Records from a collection
===

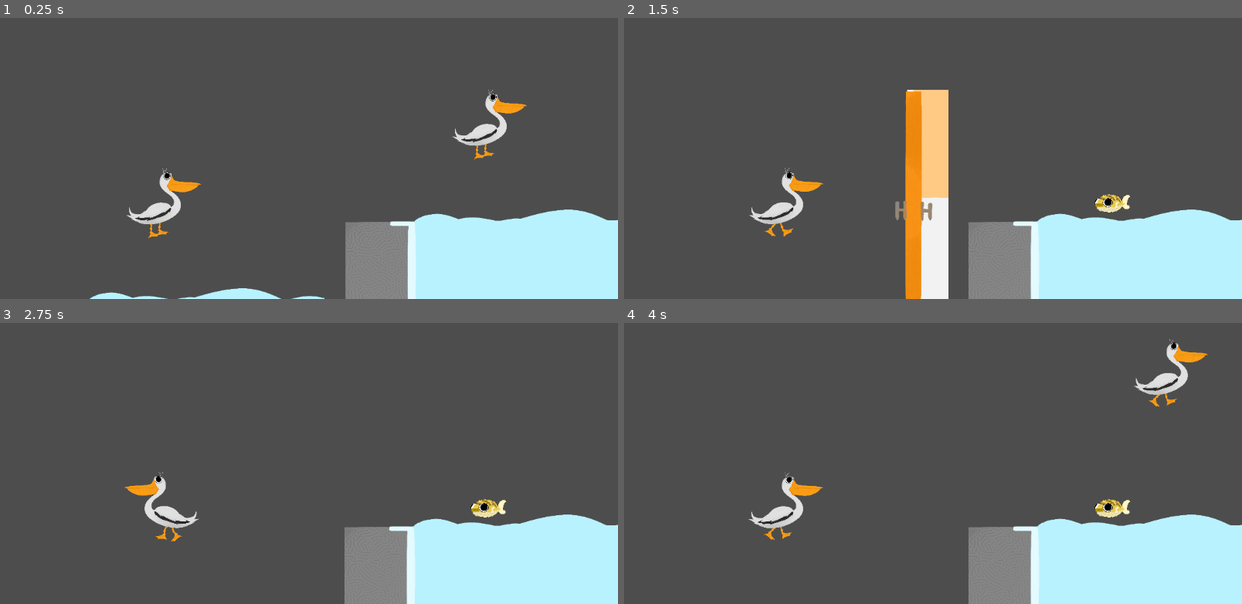
Above: before the commit, frames 1-4 (two rows, left to right).
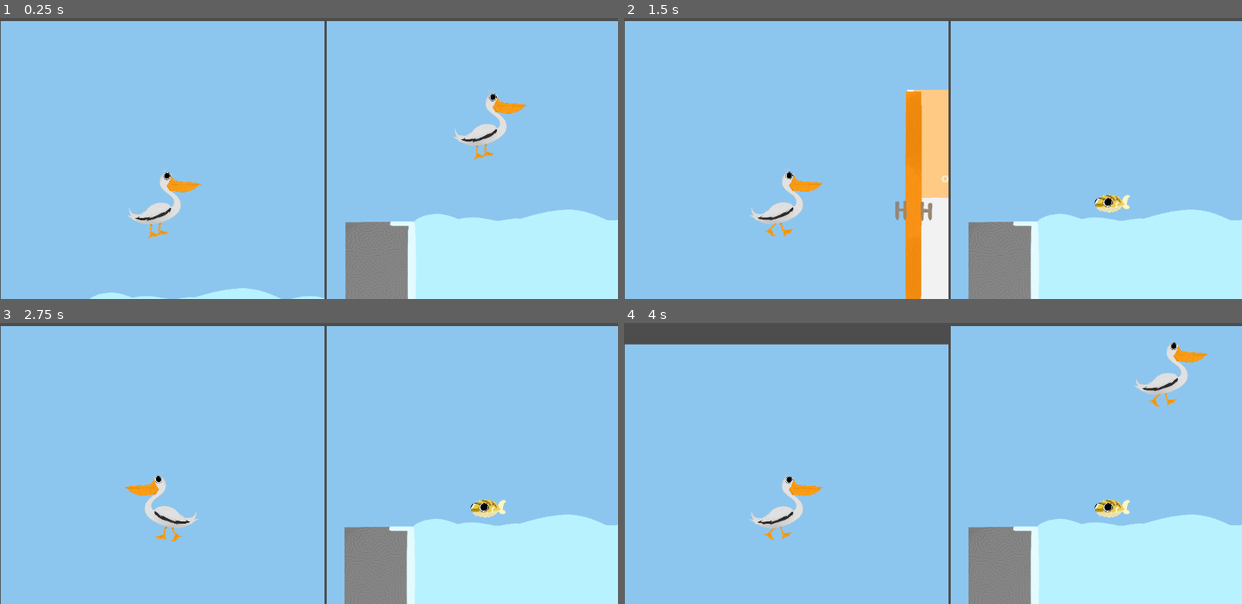
Above: after the commit, the same moments.

Repository: CISC204-S25/final-project-team-6
Game: Godot game, scene res://bathroom/bathroom.tscn
Same seed, same stepped clock (60 frames per second), same inputs: the game is played once before the commit and once after it.
Inputs:
- Up to frame 1 (0.25 s): no input
- Up to frame 2 (1.5 s): tap Enter at 0.5 s; hold D (BirdRight) from 0.53 s (still down); tap E (BirdPickup) at 0.6 s; tap W (BirdUp) at 0.77 s; tap Shift (Puffing) at 1.35 s
- Up to frame 3 (2.75 s): tap W (BirdUp) at 1.52 s; release D (BirdRight) at 2.03 s; hold A (BirdLeft) from 2.03 s (still down); tap Space (Space) at 2.1 s
- Up to frame 4 (4 s): release A (BirdLeft) at 2.78 s; hold D (BirdRight) from 2.78 s (still down); tap E (BirdPickup) at 2.85 s; tap W (BirdUp) at 3.02, 3.77 s; tap Shift (Puffing) at 3.6 s

The runs differ from the first frame. In frame 1, 84% of the frame differs, in the area x 0-100%, y 1-100%; in frame 2, 79%; in frame 3, 85%; in frame 4, 81%.

Commit message:
added instructions

Diff:
--- a/final-project/bathroom/bathroom.tscn
+++ b/final-project/bathroom/bathroom.tscn
@@ -73,7 +73,7 @@
 size = Vector2(49, 244.5)
 
 [sub_resource type="RectangleShape2D" id="RectangleShape2D_h3n4j"]
-size = Vector2(399.5, 53)
+size = Vector2(405.5, 54)
 
 [sub_resource type="RectangleShape2D" id="RectangleShape2D_hnloi"]
 size = Vector2(49, 237)
@@ -133,6 +133,13 @@
 [node name="Level" type="Node2D" parent="HBoxContainer/SubViewportContainer/SubViewport1"]
 z_index = -10
 
+[node name="ColorRect" type="ColorRect" parent="HBoxContainer/SubViewportContainer/SubViewport1/Level"]
+offset_left = -277.0
+offset_top = -156.0
+offset_right = 1816.0
+offset_bottom = 957.0
+color = Color(0.54902, 0.776471, 0.937255, 1)
+
 [node name="pool_bathroom" type="Sprite2D" parent="HBoxContainer/SubViewportContainer/SubViewport1/Level"]
 position = Vector2(775, 478.375)
 scale = Vector2(0.639669, 0.57509)
@@ -229,7 +236,7 @@
 shape = SubResource("RectangleShape2D_t46x2")
 
 [node name="CollisionShape2D5" type="CollisionShape2D" parent="HBoxContainer/SubViewportContainer/SubViewport1/Level/pool_pipes"]
-position = Vector2(422.25, 866.5)
+position = Vector2(425.25, 862)
 shape = SubResource("RectangleShape2D_h3n4j")
 
 [node name="CollisionShape2D6" type="CollisionShape2D" parent="HBoxContainer/SubViewportContainer/SubViewport1/Level/pool_pipes"]
@@ -285,8 +292,30 @@
 position = Vector2(1045.75, 332.75)
 shape = SubResource("RectangleShape2D_qx2by")
 
+[node name="Label3" type="Label" parent="HBoxContainer/SubViewportContainer/SubViewport1/Level"]
+offset_left = 1414.0
+offset_top = 59.0
+offset_right = 1469.0
+offset_bottom = 117.0
+theme_override_font_sizes/font_size = 30
+text = "->"
+
 [node name="chips" parent="HBoxContainer/SubViewportContainer/SubViewport1/Level" instance=ExtResource("4_3q0g8")]
-position = Vector2(1436, 80)
+position = Vector2(1432, 82)
+
+[node name="Label" type="Label" parent="HBoxContainer/SubViewportContainer/SubViewport1/Level"]
+offset_left = 1383.0
+offset_top = 7.0
+offset_right = 1487.0
+offset_bottom = 30.0
+text = "Collect Chips!"
+
+[node name="Label2" type="Label" parent="HBoxContainer/SubViewportContainer/SubViewport1/Level"]
+offset_left = 977.0
+offset_top = 145.0
+offset_right = 1090.0
+offset_bottom = 168.0
+text = "Open the door"
 
 [node name="SubViewportContainer2" type="SubViewportContainer" parent="HBoxContainer"]
 layout_mode = 2
--- a/final-project/level.tscn
+++ b/final-project/level.tscn
@@ -255,6 +255,30 @@
 scale = Vector2(0.275282, 0.415205)
 shape = SubResource("RectangleShape2D_c15ur")
 
+[node name="Label2" type="Label" parent="."]
+offset_left = 536.0
+offset_top = 380.0
+offset_right = 672.0
+offset_bottom = 415.0
+theme_override_font_sizes/font_size = 25
+text = "Arrow Keys"
+
+[node name="Label" type="Label" parent="."]
+offset_left = 304.0
+offset_top = 166.0
+offset_right = 421.0
+offset_bottom = 216.0
+theme_override_font_sizes/font_size = 25
+text = "W, A, S, D"
+
+[node name="Label3" type="Label" parent="."]
+offset_left = 100.0
+offset_top = 311.0
+offset_right = 419.0
+offset_bottom = 346.0
+theme_override_font_sizes/font_size = 25
+text = "Use 'E' to pick up and drop"
+
 [connection signal="body_entered" from="Ocean/swimming" to="." method="_on_swimming_body_entered"]
 [connection signal="body_exited" from="Ocean/swimming" to="." method="_on_swimming_body_exited"]
 [connection signal="body_entered" from="boat/Sprite2D/boatArea" to="." method="_on_boat_area_body_entered"]

===

YOUR ASSIGNMENT:
Where does the string "game" appear in the records above? Return every line that holds it.

ANSWER FOR THE TASK:
Game: Godot game, scene res://bathroom/bathroom.tscn
Same seed, same stepped clock (60 frames per second), same inputs: the game is played once before the commit and once after it.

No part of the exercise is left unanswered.